Heureusement, avec une dose de lucidité, il est assez facile de se sortir de cet engrenage. Cette dose de lucidité, c’est votre habileté à reconnaître et à contrer les différents pièges de l’égo. Une fois les connaissances acquises, il ne sera tout simplement plus possible de revenir en arrière car les manigances de votre égo seront désormais évidentes. Si vous êtes comme moi, vous le laisserez agir de temps en temps, question de rester en vie, mais au moins vous pourrez le surveiller de près.

Pour être durable, notre bonheur ne doit dépendre d’aucune composante de l’égo (le matérialisme, la réputation, l’apparence, etc.) car celles-ci sont vulnérables aux circonstances de la vie. Pour illustrer mes propos, je vous propose quelques exemples. Vous comprendrez bien vite ce que j’entends par « vulnérable »:

Supposons que votre bonheur est lié à…

  • vos acquis (maison, argent etc.) -> Que se passe t-il lorsque vous en avez peu, pas assez ou lorsque vous perdez tout?;
  • votre apparence physique? -> Rappelez-vous que personne n’est à l’abri de la vieillesse;
  • votre réputation? -> Notre réputation réside dans l’esprit des autres. Souhaitez-vous réellement confier les ficelles de votre bonheur à d’autres personnes?;
  • etc.

Tout ces exemples sont des illusions courantes de l’égo. Je vous laisse appliquer la même logique à d’autres besoins précaires.
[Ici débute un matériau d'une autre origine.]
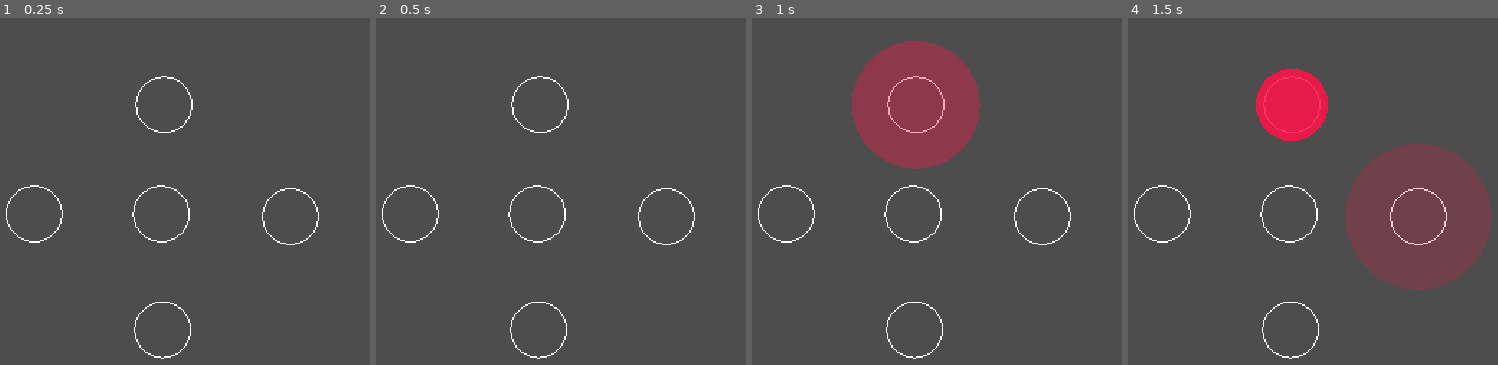
Above: before the commit, frames 1-4 (left to right).
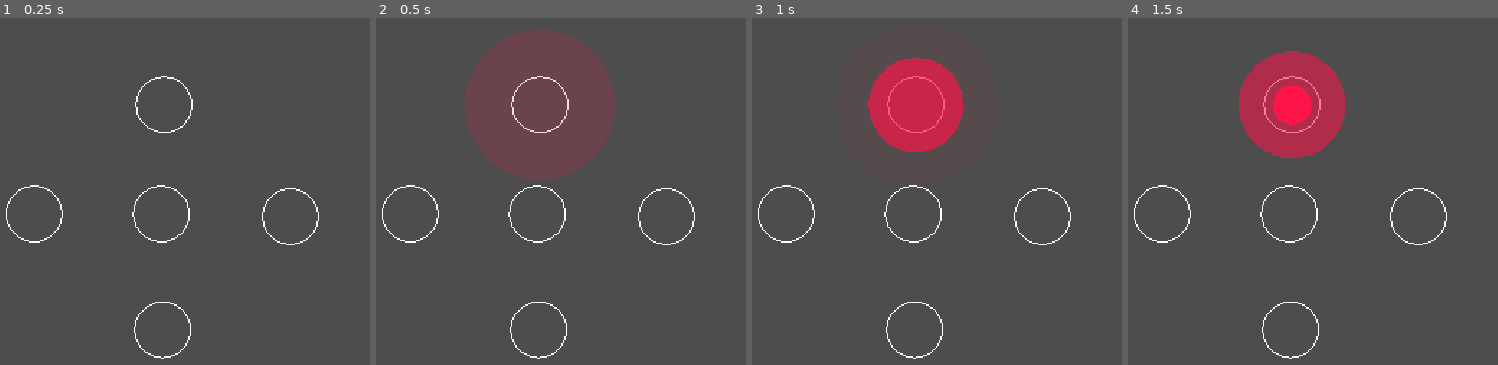
Above: after the commit, the same moments.

Repository: orfnyc/PirateGame
Game: Godot game, scene res://Scenes/CombatScene.tscn
Two runs of this game, one before a commit and one after it. Both use one fixed random seed, a clock stepped at 60 frames per second and the inputs below. Sound files missing from this copy of the repository are replaced by a short silence.
Inputs (mouse positions are in pixels of both pictures, inside the frame that each line leads up to):
- Up to frame 1 (0.25 s): no input
- Up to frame 2 (0.5 s): no input
- Up to frame 3 (1 s): move the mouse to (1099, 194) at 0.52 s; click (1099, 194) at 0.67 s
- Up to frame 4 (1.5 s): move the mouse to (1139, 240) at 1.27 s; click (1139, 240) at 1.42 s

Frame 1 is identical in both runs. In frame 2, 14% of the frame differs, in the area x 24-65%, y 3-47%; in frame 3, 10%; in frame 4, 19%, in the area x 30-99%, y 9-79%.

Commit message:
Leave Her Johnny Actually Fixed and Working

Diff:
--- a/Scenes/CombatScene.gd
+++ b/Scenes/CombatScene.gd
@@ -19,7 +19,7 @@
 func _ready() -> void:
 	# generate song from clip graph
 	# collect notes from song into array
-	load_text_file("res://Assets/MapFiles/Drunken-Sailor-Test.txt")
+	load_text_file("res://Assets/MapFiles/Leave-Her-Johnny.txt")
 	conductor.play_with_beat_offset(2)
 
 func load_text_file(file_path: String):
--- a/Scenes/CombatScene.tscn
+++ b/Scenes/CombatScene.tscn
@@ -1,7 +1,7 @@
 [gd_scene format=3 uid="uid://cdsl7fyqpk3t0"]
 
 [ext_resource type="Script" uid="uid://cacc63xt0y3lk" path="res://Scenes/CombatScene.gd" id="1_2mqg5"]
-[ext_resource type="AudioStream" uid="uid://m3cy288ucxeu" path="res://Assets/Songs/Drunken-Sailor-Test.mp3" id="3_sygbj"]
+[ext_resource type="AudioStream" uid="uid://bvbnyav2kpyhn" path="res://Assets/Songs/Leave-Her-Johnny.mp3" id="3_sygbj"]
 [ext_resource type="PackedScene" uid="uid://2g3a30yucngk" path="res://Scenes/Conductor.tscn" id="4_eel7g"]
 
 [node name="CombatScene" type="Node2D" unique_id=946611104]
Not shown, changed: Assets/MapFiles/Leave-Her-Johnny.txt
Not shown, added: Assets/MapFiles/Leave-Her-Johnny.txt6229184031.tmp
Not shown, added: Assets/MapFiles/Leave-Her-Johnny.txt6263455351.tmp
Not shown, changed: Assets/Songs/Leave-Her-Johnny.mp3
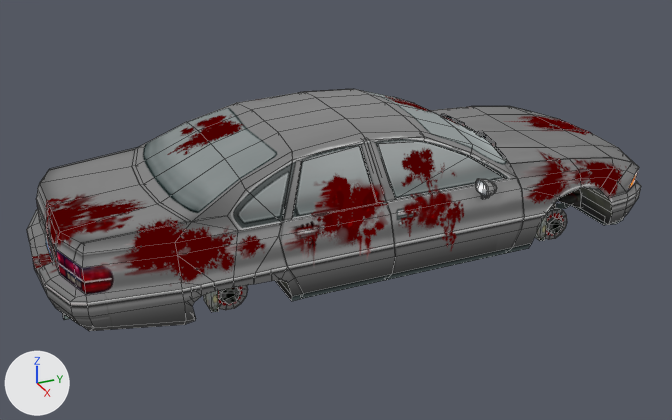
The Blender file Vehicles/Vehicles_CarNormal/v1.1 Chevrolet_Caprice.blend, before and after one commit.
The view is the same before and after, from a camera (50 mm lens) standing at (4.07, -1.89, 1.73) and looking at (0.03, -0.07, -0.28). Every picture has the same lights, and +X, +Y and +Z are marked at lower left. Mesh edges are drawn as thin lines.

In view in the first picture: 'CHEVROLET CAPRICE - SEDAN'.
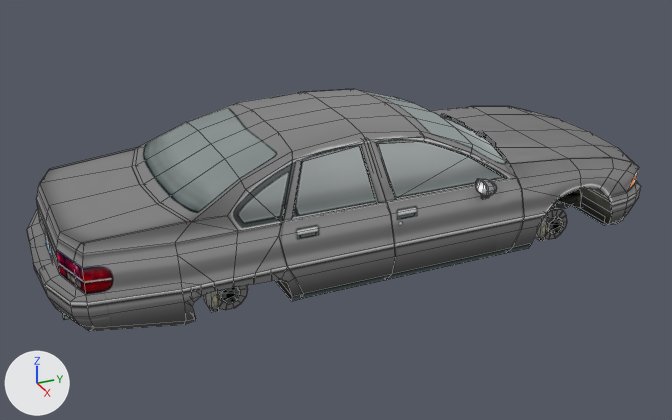
The change, as a diff of the scene's bpy script:
```diff
--- a/Vehicles/Vehicles_CarNormal/v1.1 Chevrolet_Caprice.blend.py
+++ b/Vehicles/Vehicles_CarNormal/v1.1 Chevrolet_Caprice.blend.py
@@ mat_caprice_sedan___alpha @@
 mat_caprice_sedan___alpha = bpy.data.materials.new('CAPRICE SEDAN + ALPHA')
-# nodes: Emission x2, MixShader, OutputMaterial, TexImage x2, UVMap x2
-# uses the picture img_caprice_blood_png
+# nodes: OutputMaterial, TexImage, UVMap
 # uses the picture img_shell_caprice_civilian_grey_png
```

What differs and where, as boxes (x1, y1, x2, y2) in the pictures (672 x 420 px):
'CHEVROLET CAPRICE - SEDAN', surface changed (brown to grey): (31, 95, 629, 308) in both
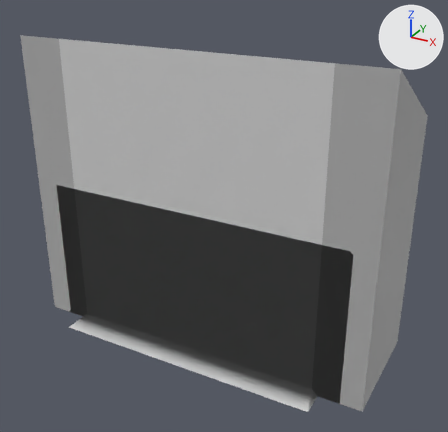
A saved change to the FBX model Assets/Environment/Exports/Lever.fbx.
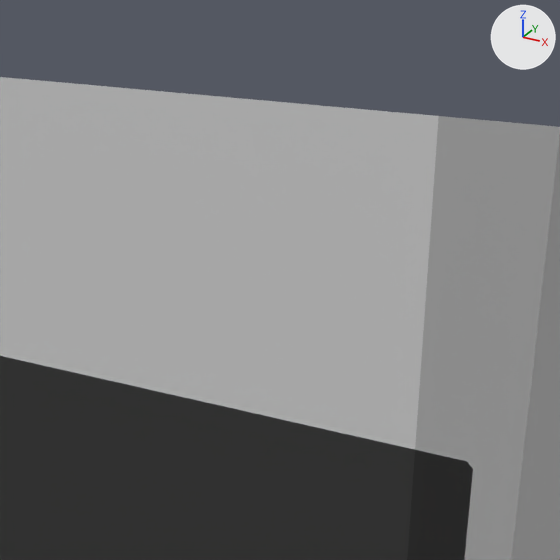
Old and new are each drawn whole from a 50 mm lens placed at (0.463, -1.372, 0.623), pointed at (0.021, -0.568, 0.221) and again close up on the part from 21% to 89% of the width and 0% to 71% of the height. The lights are fixed; the arrows at upper right show +X, +Y and +Z. Where no turn or scale is listed for an object, it has been applied to the vertices.
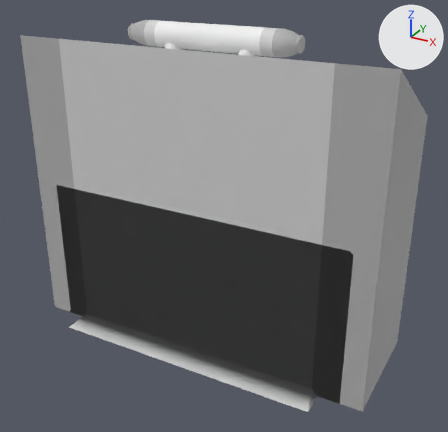
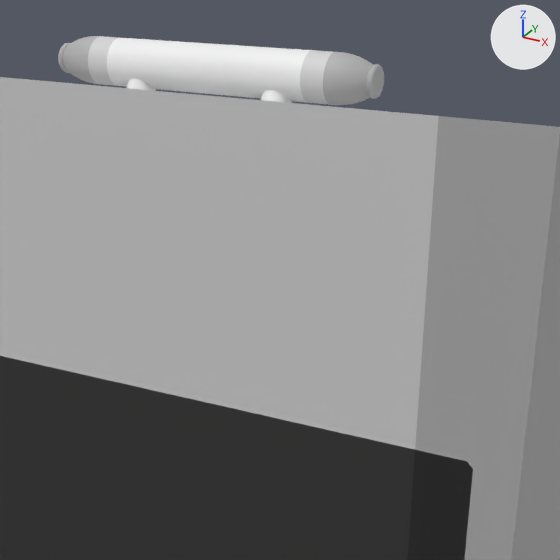
The edits, one by one:
Mesh me_mesh_002 is new.
It has 96 vertices, 54 faces and spans x -0.0733..0.0733, y -0.6214..-0.5562, z 0.4048..0.5034.
Faces by material slot: [48, 6].
It uses material mat_lever_surface_mat (white #f2f2f2).
It uses material mat_frontcolor (white #ffffff).
Mesh me_mesh_001 is new.
It has 1152 vertices, 1082 faces and spans x -0.141..0.141, y -0.587..-0.549, z 0.479..0.517.
Faces by material slot: [1010, 48, 24].
It uses material mat_side_mat (grey #b2b2b2).
It uses material mat_semi_transparent_mat (light grey #d5d5d5).
It uses material mat_lever_surface_mat (white #f2f2f2).
Object 'Mesh3' (ob_mesh3) is new; it shows me_mesh_002.
Its location is (0.0, 0.0, 0.0).
Object 'Mesh2' (ob_mesh2) is new; it shows me_mesh_001.
Its location is (0.0, 0.0, 0.0).

What differs and where, as boxes [x1, y1, x2, y2] in the close-ups (560 x 560 px):
'Mesh2', added: after [58, 36, 384, 105]
    faces in mat_lever_surface_mat (white #f2f2f2): [107, 38, 311, 102]
    faces in mat_side_mat (grey #b2b2b2): [58, 36, 384, 105]
    faces in mat_semi_transparent_mat (light grey #d5d5d5): [88, 36, 333, 105]
'Mesh3', added: after [126, 79, 292, 103]

Attention! Il ne s’agit pas de laisser tomber nos ambitions! Il s’agit tout simplement de comprendre que bien que toutes ces choses puissent très bien enrichir une vie, aucune d’entre elles ne doivent être interprétées comme la source ultime de notre bonheur. Cette source, vous la trouverez en vous, à l’abri de la dualité.